Introduction

Newtonian mechanics is a mathematical model whose purpose is to account for the motions of the various objects in the universe. The general principles of this model were first enunciated by Sir Isaac Newton in a work entitled Philosophiae Naturalis Principia Mathematica (Mathematical Principles of Natural Philosophy). This work, which was published in 1687, is nowadays more commonly referred to as the Principia.2.1

Until the beginning of the twentieth century, Newtonian mechanics was thought to constitute a complete description of all types of motion occurring in the universe. We now know that this is not the case. The modern view is that Newton's model is only an approximation that is valid under certain circumstances. The model breaks down when the velocities of the objects under investigation approach the speed of light in a vacuum, and must be modified in accordance with Einstein's special theory of relativity. The model also fails in regions of space that are sufficiently curved that the propositions of Euclidean geometry do not hold to a good approximation, and must be augmented by Einstein's general theory of relativity. Finally, the model breaks down on atomic and subatomic lengthscales, and must be replaced by quantum mechanics. In this book, we shall (almost entirely) neglect relativistic and quantum effects. It follows that we must restrict our investigations to the motions of large (compared to an atom), slow (compared to the speed of light) objects moving in Euclidean space. Fortunately, virtually all of the motions encountered in conventional celestial mechanics fall into this category.

Newton very deliberately modeled his approach in the Principia on that taken in Euclid's Elements. Indeed, Newton's theory of motion has much in common with a conventional axiomatic system, such as Euclidean geometry. Like all axiomatic systems, Newtonian mechanics starts from a set of terms that are undefined within the system. In this case, the fundamental terms are mass, position, time, and force. It is taken for granted that we understand what these terms mean, and, furthermore, that they correspond to measurable quantities that can be ascribed to, or associated with, objects in the world around us. In particular, it is assumed that the ideas of position in space, distance in space, and position as a function of time in space, are correctly described by conventional Euclidean vector algebra and vector calculus. The next component of an axiomatic system is a set of axioms; this is a set of unproven propositions, involving the undefined terms, from which all other propositions in the system can be derived via logic and mathematical analysis. In the present case, the axioms are called Newton's laws of motion, and can only be justified via experimental observation. Note, incidentally, that Newton's laws, in their primitive form, are only applicable to point objects (i.e., objects of negligible spatial extent). However, these laws can be applied to extended objects by treating them as collections of point objects.

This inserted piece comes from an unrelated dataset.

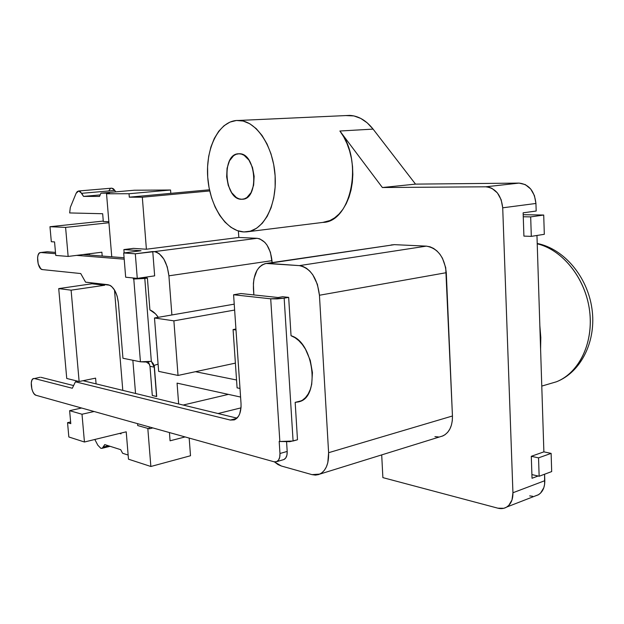 <?xml version="1.0" encoding="UTF-8"?>
<svg xmlns="http://www.w3.org/2000/svg" width="624" height="624" viewBox="0 0 624 624"><rect width="100%" height="100%" fill="white"/><g stroke="black" fill="none" stroke-linecap="round" stroke-linejoin="round"><path stroke-width="0.94" d="M241.706 199.267C224.375 200.218 221.146 153.644 238.664 153.769L241.387 154.089L244.078 155.282L248.937 160.095L252.486 167.489L254.14 176.303L253.633 185.141L251.074 192.605L246.87 197.558L244.358 198.838L241.706 199.267L239.008 198.822L236.363 197.527L231.652 192.66L228.259 185.406L226.652 176.849L227.081 168.23L229.492 160.82L233.555 155.735L236.02 154.331L239.086 153.761C256.417 152.638 259.506 199.672 242.182 199.251L241.706 199.267M373.097 129.113C366.187 120.424 358.402 115.853 349.744 115.393L345.805 115.573L353.933 115.924L360.766 118.42L367.247 122.873L373.097 129.113L415.514 184.119L382.379 187.528L339.893 131.009L373.097 129.113L415.514 184.119L382.379 187.528L485.737 186.802L382.379 187.528L339.893 131.009L343.73 136.89L346.983 143.536L349.58 150.805L351.445 158.519L352.537 166.491L352.833 174.525L352.326 182.45L351.039 190.055L348.995 197.168L346.258 203.642L342.896 209.321L338.996 214.079L334.651 217.838L329.971 220.522L322.834 222.409C351.257 222.277 363.886 160.337 339.893 131.009L373.097 129.113M236.449 120.479L239.078 120.44C256.347 120.931 273.351 146.281 275.114 175.742C277.087 205.195 263.539 230.584 246.644 231.871L243.883 231.949C225.943 231.254 209.633 205.811 207.722 177.224C205.561 148.652 218.369 121.922 236.449 120.479L229.983 122.086L224 125.752L218.72 131.282L214.313 138.45L210.92 146.968L208.658 156.499L207.581 166.702L207.722 177.224L209.063 187.699L211.559 197.753L215.124 207.059L219.648 215.28L224.975 222.113L230.935 227.308L237.315 230.638L243.883 231.949L250.411 231.145L256.636 228.22L262.314 223.236L267.189 216.356L271.066 207.815L273.757 197.956L275.137 187.161L275.122 175.882L273.718 164.603L270.98 153.808L267.025 143.949L262.025 135.447L256.207 128.63L249.826 123.778L243.149 121.033L236.449 120.479M100.815 448.305L97.835 445.216L94.825 439.475L97.835 445.216L100.815 448.305L102.281 448.227L104.738 444.6L103.436 447.01L102.032 448.328L100.815 448.305M547.966 384.267L556.483 381.771C579.306 372.731 594.025 342.272 589.501 310.019C585.109 277.758 562.24 249.647 537.225 243.82C560.882 249.389 582.816 274.747 588.674 305.066C594.617 335.369 583.541 365.914 563.316 378.292M149.596 364.268L146.234 361.975L149.596 364.268M540.595 349.214L539.838 325.572L540.805 337.475L540.595 349.222M54.553 241.917L55.754 255.427L54.553 241.917L51.316 241.714L49.975 226.715L65.59 227.393L68.141 256.441L101.876 252.205L102.196 256.051L101.876 252.205L68.141 256.441L55.754 255.427L68.141 256.441L65.59 227.393L108.935 222.745L65.59 227.393L49.975 226.715L51.316 241.714L54.553 241.917M89.411 253.773L89.528 255.06L89.411 253.773M91.9 282.875L91.978 283.78L58.718 288.6L66.745 378.472L58.718 288.6L71.105 290.168L79.131 381.514L66.745 378.472L79.131 381.514L95.589 378.136L96.08 383.885L95.589 378.136L79.131 381.514L71.105 290.168L104.645 285.238L71.105 290.168L58.718 288.6L91.978 283.78L104.645 285.238L91.978 283.78L91.9 282.875M81.604 408.018L69.623 410.678L70.785 423.649L69.623 410.678L82.001 414.235L84.443 442.01L68.835 436.972L67.548 422.666L70.629 421.964L67.548 422.666L70.785 423.649L67.548 422.666L68.835 436.972L84.443 442.01L126.22 431.816L84.443 442.01L82.001 414.235L94.084 411.505L82.001 414.235L69.623 410.678L81.604 408.018M102.664 213.728L103.311 221.536L102.664 213.728L69.662 212.94L70.309 207.441L76.105 193.323L77.236 191.599L78.702 190.983L80.278 191.584L83.538 196.396L99.544 196.427L100.948 193.159L109.45 193.144L106.54 193.775L129.035 193.736L129.308 197.176L142.319 197.215L209.726 190.944L142.319 197.215L146.398 249.226L142.319 197.215L129.308 197.176L129.035 193.736L170.555 190.008L170.812 193.354L129.308 197.176L209.477 189.79L170.812 193.354L170.555 190.008L134.456 190.219L100.948 193.159L109.45 193.144L106.54 193.775L108.935 222.745L106.54 193.775L129.035 193.736L170.555 190.008L134.456 190.219L100.948 193.159L99.544 196.427L83.538 196.396L100.191 194.914L83.538 196.396L81.721 193.307L114.824 190.429L111.758 188.167L113.357 188.744L114.824 190.429L81.721 193.307L78.647 190.983L76.105 193.323L70.309 207.441L69.662 212.94L102.664 213.728M238.384 230.997L238.82 237.455L257.096 238.306L259.732 238.836L264.787 242.299L267.017 245.092L270.418 252.299L272.103 262.571L271.986 260.668L168.909 275.816L171.889 314.964L234.226 304.153L154.487 317.983L173.885 320.845L178.027 375.445L158.66 371.374L154.487 317.983L171.889 314.964L168.909 275.816L271.986 260.668C270.278 247.432 265.317 239.975 257.096 238.306L154.222 251.636C162.107 253.555 167.006 261.62 168.909 275.816L167.24 266.83L163.839 259.061L159.253 253.734L156.749 252.252L154.222 251.636L257.096 238.306L238.82 237.455L146.398 249.226L133.403 248.375L123.872 249.577L133.403 248.375L146.398 249.226L238.82 237.455L238.384 230.997M391.076 244.967L394.454 244.655L426.325 246.129L429.983 246.784L433.555 248.399L436.917 250.918L439.928 254.241L442.463 258.25L445.715 267.665L452.447 415.99L452.291 420.74L451.409 425.155L449.857 429.055L447.689 432.292L444.99 434.741L441.886 436.309M438.485 436.948L434.928 436.636M381.701 454.896L382.879 477.625L497.89 508.186L503.818 508.295L506.47 507.211L508.778 505.417L511.992 499.957L512.936 492.749L502.71 207.808L501.166 199.735L497.383 192.894L491.946 188.362L488.881 187.184L485.737 186.802L519.082 183.097L415.514 184.119L519.082 183.097L485.737 186.802C495.55 188.003 501.212 195 502.71 207.808L512.936 492.749C513.022 499.426 510.97 504.184 506.782 507.023C504.13 508.638 501.166 509.02 497.89 508.186L382.879 477.625L381.701 454.896M126.22 431.816L128.482 459.186L126.22 431.816M122.795 390.374L114.488 289.949L122.795 390.374M111.751 256.792L108.935 222.745L111.751 256.792M104.567 284.318L104.645 285.238L104.567 284.318M120.939 433.103L121.009 433.859L120.939 433.103M128.138 455.052L122.624 453.274L120.697 449.67L104.738 444.6L120.697 449.67L122.624 453.274L128.138 455.052M119.59 433.438L121.009 433.859L119.59 433.438M170.071 440.801L169.439 432.557L170.071 440.801L185.102 436.933L170.071 440.801M135.548 393.479L132.857 360.266L135.548 393.479M124.145 252.899L123.872 249.577L141.032 250.739L123.7 252.962L135.307 253.796L137.272 278.39L125.666 277.204L123.7 252.962L135.307 253.796L154.222 251.636L152.763 251.534L154.651 275.855L137.272 278.39L154.651 275.855L152.763 251.534L135.307 253.796L137.272 278.39L125.666 277.204L123.7 252.962L141.032 250.739L123.872 249.577L124.145 252.899M523.193 214.695L543.715 215.038L544.315 234.304L531.313 236.371L523.91 236.114L523.13 212.823L536.18 211.029L535.938 203.463L534.44 195.624L530.689 188.986L525.283 184.595L519.082 183.097C528.887 184.228 534.503 191.022 535.938 203.463L502.71 207.808L535.938 203.463L536.18 211.029L523.13 212.823L523.263 216.754L530.681 216.887L531.313 236.371L544.315 234.304L543.715 215.038L530.681 216.887L543.715 215.038L523.193 214.695M536.96 235.474L543.878 451.862L551.125 453.383L551.686 471.58L539.144 476.252L531.905 474.583L531.289 456.3L543.878 451.862L536.96 235.474M177.068 383.128L240.591 397.051L177.068 383.128L178.651 403.954L177.068 383.128M235.388 363.129L195.437 371.701L236.551 379.993L195.437 371.701L178.027 375.445L173.885 320.845L234.632 310.05L173.885 320.845L154.487 317.983L158.66 371.374L178.027 375.445L235.388 363.129M228.415 394.384L183.128 405.046L228.415 394.384M137.717 425.552L137.561 423.649L137.717 425.552L149.276 428.805L137.717 425.552M149.128 426.878L149.276 428.805L149.128 426.878M529.682 495.893L532.701 496.283M534.932 496.088L538.262 494.855L540.579 493.077L543.816 487.726L544.612 484.357L544.588 474.224L544.799 480.691L512.936 492.749L544.799 480.691C544.846 487.196 542.771 491.852 538.574 494.668L534.932 496.088M538.099 476.011L532.03 478.265L531.289 456.3L538.543 457.86L539.144 476.252L531.905 474.583L532.03 478.265L538.099 476.011M152.864 427.924L149.276 428.805L152.864 427.924M523.91 236.114L523.263 216.754L530.681 216.887L531.313 236.371L523.91 236.114M551.686 471.58L551.125 453.383L538.543 457.86L539.144 476.252L551.686 471.58M551.125 453.383L543.878 451.862L531.289 456.3L538.543 457.86L551.125 453.383M281.33 466.003L274.388 461.861L278.031 464.591L281.33 466.003L311.977 474.63L281.33 466.003M266.175 263.453L394.454 244.655L265.075 263.663L262.025 264.966L259.303 267.22L257.002 270.332L253.999 278.639L253.391 283.507L253.835 294.918L253.414 288.623C253.126 274.295 257.369 265.91 266.152 263.461L299.356 265.621L268.343 263.39L394.454 244.655L426.325 246.129L299.356 265.621L302.929 266.417L306.454 268.265L309.793 271.097L312.811 274.817L317.39 284.31L319.441 295.246L446.293 272.688C444.405 257.041 437.744 248.18 426.325 246.129L299.356 265.621C310.541 268.109 317.242 277.984 319.441 295.246L328.606 452.704C328.91 463.577 325.985 470.714 319.831 474.1L311.977 474.63L315.448 475.106L318.747 474.544L321.742 472.945L324.316 470.371L326.368 466.916L327.803 462.704L328.606 452.704L319.441 295.246L446.293 272.688L452.447 415.99L328.606 452.704L452.447 415.99C452.54 425.911 449.389 432.541 443.001 435.864L440.115 436.761M235.997 329.987L233.08 329.558L235.927 329.012L233.08 329.558L237.089 387.855L233.08 329.558L235.997 329.987M239.998 388.463L237.089 387.855L239.998 388.463M297.484 439.772L295.168 402.363L298.919 401.825L302.414 400.218L305.542 397.574L308.194 393.97L310.268 389.516L311.704 384.368L312.437 372.645L310.268 360.368L305.495 349.198L302.328 344.503L298.779 340.626L294.973 337.67L291.041 335.735L288.662 297.375L282.61 296.735L278.117 297.515L240.903 293.537L233.587 294.762L270.707 298.81L277.142 298.896L284.162 298.163L293.085 441.004L297.484 439.772L295.168 402.363L301.47 400.772L295.168 402.363L299.536 401.63C320.51 396.373 313.568 341.874 291.041 335.735L288.662 297.375L284.162 298.163L288.662 297.375L282.61 296.735L278.117 297.515L240.903 293.537L233.587 294.762L241.02 403.369C241.324 412.23 239.062 417.745 234.25 419.913L230.295 420.053L75.418 381.794L78.07 381.256L75.418 381.794L230.295 420.053L236.722 418.423L230.295 420.053L234.78 419.702L238.407 416.426L239.71 413.821L241.051 407.16L241.02 403.369L233.587 294.762L270.707 298.81L279.848 441.503L289.856 441.667L297.484 439.772M154.261 365.321L156.71 396.49L154.261 365.321L158.09 364.151L154.261 365.321M143.122 277.664L147.404 278.093L149.9 309.917L155.454 313.802L158.293 317.327C155.696 313.56 152.896 311.095 149.9 309.917L147.404 278.093L144.791 278.476L151.336 361.327L154.253 367.169L149.986 366.288L148.348 361.787L149.986 366.288L152.295 395.491L156.562 396.521L154.253 367.169L149.986 366.288L152.295 395.491L156.71 396.49L154.253 367.169L153.356 363.839L151.336 361.327L145.384 362.021L140.431 361.803L133.786 279.022L147.404 278.093L143.122 277.664L133.786 279.022L133.318 278.975L133.24 277.976L133.318 278.975L143.122 277.664M147.81 428.392L150.86 466.487L128.482 459.186L150.86 466.487L147.81 428.392M189.181 438.071L190.507 455.746L150.86 466.487L190.507 455.746L189.181 438.071M108.849 221.723L103.311 221.536L108.849 221.723M108.42 445.77L103.436 447.01L108.42 445.77M103.272 221.075L49.975 226.715L103.272 221.075M279.185 441.332L279.848 441.503L279.185 441.332L279.965 453.5L279.185 441.332M286.595 441.971L287.188 451.433L279.965 453.5C280.114 457.727 279.014 460.442 276.674 461.659L274.069 461.791L36.067 395.296L274.069 461.791L276.51 461.721L278.499 460.122L279.716 457.236L279.965 453.5L287.188 451.433L286.931 455.153L285.706 458.024L283.881 459.553C286.229 458.336 287.329 455.629 287.188 451.433L286.595 441.971M39.944 377.286L34.507 378.55L72.322 388.253L34.507 378.55L33.025 378.791L31.894 380.266L31.278 382.746L31.879 389.126L32.994 392.067L34.468 394.228L36.067 395.296C31.496 394.43 29.266 379.088 33.626 378.534L33.766 378.503M40.856 377.294L73.609 385.57L40.856 377.294M72.322 388.253L75.418 381.794L72.322 388.253M83.039 380.71L237.019 418.142L83.039 380.71M124.09 257.759L83.132 254.561L124.09 257.759M40.56 252.525L47.221 251.761L40.872 252.525L55.606 253.703L40.872 252.525L47.221 251.761L55.489 252.4L46.761 251.776M122.951 358.254L118.373 302.71L122.951 358.254L140.431 361.803L122.951 358.254M124.199 259.178L76.612 255.38L124.199 259.178M40.872 252.525L39.367 253.055L38.22 254.795L37.596 257.478L38.189 263.975L40.802 268.788L42.424 269.591L80.73 273.546L85.574 282.157L109.808 285.238L111.556 286.385L114.754 290.394L117.156 296.135L118.373 302.71C116.961 292.344 113.521 286.346 108.061 284.716L85.574 282.157L80.73 273.546L42.424 269.591C37.448 269.498 35.568 252.587 40.537 252.533L40.872 252.525M133.786 279.022L140.431 361.803L151.336 361.327L144.791 278.476L133.786 279.022M270.707 298.81L279.848 441.503L293.085 441.004L284.162 298.163L270.707 298.81M115.69 191.864L114.824 190.429L115.69 191.864M109.083 190.46L110.253 188.768M349.744 115.393L239.078 120.44M322.842 222.409L247.783 231.73M537.217 243.454C563.878 248.742 587.395 276.494 591.934 308.591C596.653 340.649 581.326 372.083 556.483 381.771L541.772 386.092M241.004 407.862L218.041 413.533M506.782 507.023L538.574 494.668M319.831 474.1L443.001 435.864M102.04 448.321L110.097 446.3M283.881 459.553L276.674 461.659M242.182 199.251L242.97 199.173M111.696 188.167L78.647 190.983"/></g></svg>

One difference between an axiomatic system and a physical theory is that, in the latter case, even if a given prediction has been shown to follow necessarily from the axioms of the theory, it is still incumbent upon us to test the prediction against experimental observations. Lack of agreement might indicate faulty experimental data, faulty application of the theory (for instance, in the case of Newtonian mechanics, there might be forces at work that we have not identified), or, as a last resort, incorrectness of the theory. Fortunately, Newtonian mechanics has been found to give predictions that are in excellent agreement with experimental observations in all situations in which it would be expected to hold.

In the following, it is assumed that we know how to set up a rigid Cartesian frame of reference, and also how to measure the positions of point objects as functions of time within this frame. In addition, it is taken for granted that we have some basic familiarity with the laws of mechanics.